Entre des opérateurs et des progiciels peu interopérables et des directeurs financiers qui redoutent le changement organisationnel induit, la facture virtuelle, devenue légale, attend toujours de devenir une réalité.

Coincée entre le mythe de Sisyphe et la loi de Met-calfe, la facture électronique a, décidément, bien du mal à émerger. D’un côté, les fournisseurs technologiques ressemblent à ce roi de Corinthe condamné à faire rouler sur la pente
d’une montagne un rocher qui retombait toujours avant d’avoir atteint le sommet. Faute de mise en pratique.De l’autre côté, les directeurs financiers en entreprise attendent que la loi de l’inventeur du protocole Ethernet prenne corps. Celle qui prédit que ‘ plus un réseau est adopté par les utilisateurs, plus sa
valeur et son utilité grandissent, et plus il attire de nouveaux utilisateurs ‘.
Pour qu’un tel échange fonctionne, il faut être nombreux. Or, tant du côté des ‘ fournisseurs ‘,
qui émettent la facture, que celui des ‘acheteurs‘, qui la reçoivent, la fusion ne s’opère pas.

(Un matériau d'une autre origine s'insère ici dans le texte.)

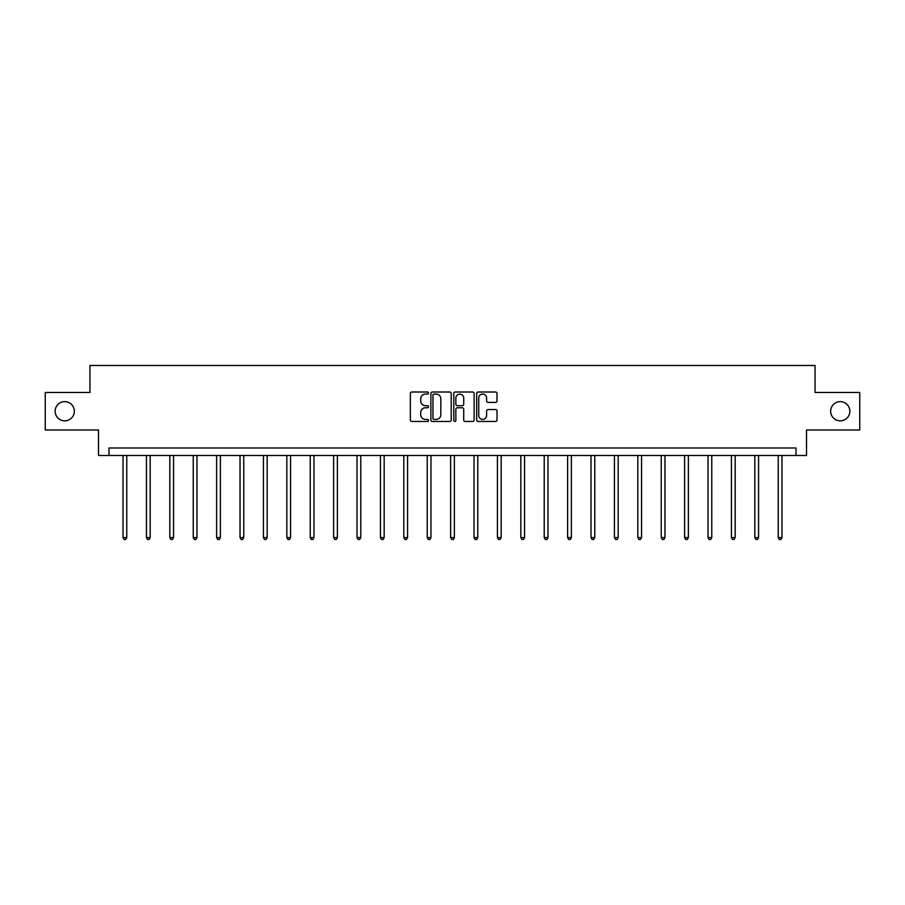 <?xml version="1.0" encoding="UTF-8"?>
<svg xmlns="http://www.w3.org/2000/svg" width="905" height="905" viewBox="0 0 905 905"><rect width="100%" height="100%" fill="white"/><g stroke="black" fill="none" stroke-linecap="round" stroke-linejoin="round"><path stroke-width="1.36" d="M428.506 393.042A1.029 1.029 0 0 0 427.465 392.012L411.832 392.012A1.471 1.471 0 0 0 410.35 393.483L410.35 419.988A1.471 1.471 0 0 0 411.832 421.459L427.465 421.459A1.029 1.029 0 0 0 428.506 420.429A1.029 1.029 0 0 0 427.465 419.4L425.441 419.4A4.706 4.706 0 0 1 420.735 414.682L420.735 412.476A4.706 4.706 0 0 1 425.441 407.77L427.465 407.77A1.029 1.029 0 0 0 428.506 406.73A1.029 1.029 0 0 0 427.465 405.7L425.441 405.7A4.706 4.706 0 0 1 420.735 400.994L420.735 398.788A4.706 4.706 0 0 1 425.441 394.071L427.465 394.071A1.029 1.029 0 0 0 428.506 393.042M830.654 411.232A9.604 9.604 0 0 0 840.247 420.836A9.604 9.604 0 0 0 849.852 411.232A9.604 9.604 0 0 0 840.247 401.639A9.604 9.604 0 0 0 830.654 411.232M55.148 411.232A9.604 9.604 0 0 0 64.753 420.836A9.604 9.604 0 0 0 74.346 411.232A9.604 9.604 0 0 0 64.753 401.639A9.604 9.604 0 0 0 55.148 411.232M495.533 402.397A1.471 1.471 0 0 0 497.003 400.915L497.003 393.483A1.471 1.471 0 0 0 495.533 392.012L478.157 392.012A1.471 1.471 0 0 0 476.686 393.483L476.686 419.988A1.471 1.471 0 0 0 478.157 421.459L495.533 421.459A1.471 1.471 0 0 0 497.003 419.988L497.003 411.006A1.471 1.471 0 0 0 495.533 409.535L488.089 409.535A1.471 1.471 0 0 0 486.619 411.006L486.619 415.463A3.937 3.937 0 0 1 482.682 419.4A3.937 3.937 0 0 1 478.745 415.463L478.745 398.008A3.937 3.937 0 0 1 482.682 394.071A3.937 3.937 0 0 1 486.619 398.008L486.619 400.915A1.471 1.471 0 0 0 488.089 402.397L495.533 402.397M796.004 455.487L806.502 455.487L806.502 429.988L859.75 429.988L859.75 392.487L815.054 392.487L815.054 365.484L89.946 365.484L89.946 392.487L45.25 392.487L45.25 429.988L98.498 429.988L98.498 455.487L796.004 455.487L796.004 447.986L108.996 447.986L108.996 455.487M451.21 393.483A1.471 1.471 0 0 0 449.74 392.012L432.364 392.012A1.471 1.471 0 0 0 430.893 393.483L430.893 419.988A1.471 1.471 0 0 0 432.364 421.459L449.74 421.459A1.471 1.471 0 0 0 451.21 419.988L451.21 393.483M455.26 392.012L472.636 392.012A1.471 1.471 0 0 1 474.107 393.483L474.107 419.988A1.471 1.471 0 0 1 472.636 421.459L465.204 421.459A1.471 1.471 0 0 1 463.722 419.988L463.722 409.241A1.471 1.471 0 0 0 462.251 407.77L457.319 407.77A1.471 1.471 0 0 0 455.849 409.241L455.849 420.429A1.029 1.029 0 0 1 454.819 421.459A1.029 1.029 0 0 1 453.79 420.429L453.79 393.483A1.471 1.471 0 0 1 455.26 392.012M433.981 394.071A1.029 1.029 0 0 0 432.952 395.1L432.952 418.37A1.029 1.029 0 0 0 433.981 419.4L436.12 419.4A4.706 4.706 0 0 0 440.837 414.682L440.837 398.788A4.706 4.706 0 0 0 436.12 394.071L433.981 394.071M463.722 398.087A3.937 3.937 0 0 0 459.785 394.15A3.937 3.937 0 0 0 455.849 398.087L455.849 404.23A1.471 1.471 0 0 0 457.319 405.7L462.251 405.7A1.471 1.471 0 0 0 463.722 404.23L463.722 398.087M123.023 455.487L123.023 537.57L126.779 537.57L126.779 455.487M126.779 537.57L125.648 539.516L124.155 539.516L123.023 537.57M146.429 455.487L146.429 537.57L150.173 537.57L150.173 455.487M150.173 537.57L149.054 539.516L147.549 539.516L146.429 537.57M169.823 455.487L169.823 537.57L173.579 537.57L173.579 455.487M173.579 537.57L172.448 539.516L170.955 539.516L169.823 537.57M193.229 455.487L193.229 537.57L196.973 537.57L196.973 455.487M196.973 537.57L195.853 539.516L194.349 539.516L193.229 537.57M216.623 455.487L216.623 537.57L220.379 537.57L220.379 455.487M220.379 537.57L219.248 539.516L217.754 539.516L216.623 537.57M240.029 455.487L240.029 537.57L243.773 537.57L243.773 455.487M243.773 537.57L242.653 539.516L241.149 539.516L240.029 537.57M263.423 455.487L263.423 537.57L267.179 537.57L267.179 455.487M267.179 537.57L266.047 539.516L264.554 539.516L263.423 537.57M286.828 455.487L286.828 537.57L290.573 537.57L290.573 455.487M290.573 537.57L289.453 539.516L287.948 539.516L286.828 537.57M310.223 455.487L310.223 537.57L313.978 537.57L313.978 455.487M313.978 537.57L312.847 539.516L311.354 539.516L310.223 537.57M333.628 455.487L333.628 537.57L337.373 537.57L337.373 455.487M337.373 537.57L336.253 539.516L334.748 539.516L333.628 537.57M357.023 455.487L357.023 537.57L360.778 537.57L360.778 455.487M360.778 537.57L359.647 539.516L358.154 539.516L357.023 537.57M380.428 455.487L380.428 537.57L384.173 537.57L384.173 455.487M384.173 537.57L383.053 539.516L381.548 539.516L380.428 537.57M403.822 455.487L403.822 537.57L407.578 537.57L407.578 455.487M407.578 537.57L406.447 539.516L404.954 539.516L403.822 537.57M427.228 455.487L427.228 537.57L430.972 537.57L430.972 455.487M430.972 537.57L429.852 539.516L428.348 539.516L427.228 537.57M450.622 455.487L450.622 537.57L454.378 537.57L454.378 455.487M454.378 537.57L453.247 539.516L451.753 539.516L450.622 537.57M474.028 455.487L474.028 537.57L477.772 537.57L477.772 455.487M477.772 537.57L476.652 539.516L475.148 539.516L474.028 537.57M497.422 455.487L497.422 537.57L501.178 537.57L501.178 455.487M501.178 537.57L500.046 539.516L498.553 539.516L497.422 537.57M520.827 455.487L520.827 537.57L524.572 537.57L524.572 455.487M524.572 537.57L523.452 539.516L521.947 539.516L520.827 537.57M544.222 455.487L544.222 537.57L547.977 537.57L547.977 455.487M547.977 537.57L546.846 539.516L545.353 539.516L544.222 537.57M567.627 455.487L567.627 537.57L571.372 537.57L571.372 455.487M571.372 537.57L570.252 539.516L568.747 539.516L567.627 537.57M591.022 455.487L591.022 537.57L594.777 537.57L594.777 455.487M594.777 537.57L593.646 539.516L592.153 539.516L591.022 537.57M614.427 455.487L614.427 537.57L618.172 537.57L618.172 455.487M618.172 537.57L617.052 539.516L615.547 539.516L614.427 537.57M637.821 455.487L637.821 537.57L641.577 537.57L641.577 455.487M641.577 537.57L640.446 539.516L638.953 539.516L637.821 537.57M661.227 455.487L661.227 537.57L664.971 537.57L664.971 455.487M664.971 537.57L663.851 539.516L662.347 539.516L661.227 537.57M684.621 455.487L684.621 537.57L688.377 537.57L688.377 455.487M688.377 537.57L687.246 539.516L685.752 539.516L684.621 537.57M708.027 455.487L708.027 537.57L711.771 537.57L711.771 455.487M711.771 537.57L710.651 539.516L709.147 539.516L708.027 537.57M731.421 455.487L731.421 537.57L735.177 537.57L735.177 455.487M735.177 537.57L734.046 539.516L732.552 539.516L731.421 537.57M754.827 455.487L754.827 537.57L758.571 537.57L758.571 455.487M758.571 537.57L757.451 539.516L755.947 539.516L754.827 537.57M778.221 455.487L778.221 537.57L781.977 537.57L781.977 455.487M781.977 537.57L780.845 539.516L779.352 539.516L778.221 537.57"/></g></svg>

Un marché qui ne veut pas décoller

Et cela fait plus de dix ans que ça dure. Que l’on tourne en rond. Que l’EDI (échange de données informatisé) a été autorisé légalement. Sans que la facture numérique émerge et qu’elle prenne significativement sa place. Pourquoi ? Où
sont donc les blocages ?‘ Avec les EDI, la facture numérique a connu un faux départ, ausculte Jean Alécian, délégué général de l’Association des directeurs financiers et de contrôle de gestion (DFCG). Au début des années
quatre-vingt-dix, certaines grandes entreprises ont voulu imposer un diktat à leurs fournisseurs pour les obliger à transmettre leurs documents par voie électronique. Or, ces fournisseurs ­ principale- ment des PME ­ n’ont pas pu suivre, et les
projets ont souvent capoté. Et quand un projet capote une fois, c’est beaucoup plus dur de le lancer une seconde fois. C’est ce qui ce produit aujourd’hui. ‘
Voilà pourquoi, lorsqu’on parle de facture dématérialisée, les directeurs financiers feignent l’indifférence. Et ils auraient raison, car, ‘ tous les ans, les analystes et les consultants annoncent l’explosion du
marché,
reproche François Génin, directeur du développement des activités de Peoplesoft. Or, elle ne vient pas. ‘ En fait, le modèle américain de présentation et de paiement électronique EBPP (Electronic
Bill Presentment and Payment), essentiellement destiné aux particuliers, a échoué en Europe. ‘ Ce marché grand public est en fait peu intéressant en France, où les prélèvements automatiques sont très développés
‘,
estime Nicolas Routier, directeur général délégué stratégie et développement de La Poste.Il croit davantage aux échanges interentreprises. Même s’il vient de revendre son service Post@accès à Deskom, ‘ faute de perspectives à court terme sur ce marché ‘. De fait, le modèle
actuel, promu par les opérateurs, sous-tend une offre essentiellement destinée aux fournisseurs de factures, car ils devaient être les plus motivés. ‘ Ce qui s’est révélé faux ‘, analyse François Génin,
pour qui aucun acheteur ne peut envisager d’avoir un processus de gestion qui dépende de l’opérateur choisi par le fournisseur de la facture. Les factures dématérialisées gérées par ces opérateurs, qu’il s’agisse de B-Process, d’Answork, d’AS-POne,
de France Télécom ou de Post@cces/Deskom, n’étant pas, de plus, interopérables. Ce qui n’est pas adapté aux besoins de l’acheteur. Or, c’est ce dernier qui, généralement, mène la danse en cas de négociation. Voilà aussi pourquoi sont apparus des
systèmes de gestion internes à l’entreprise acheteuse, utilisant une ergonomie différente de celle offerte aux comptables, comme e-Settlements ou PAS International.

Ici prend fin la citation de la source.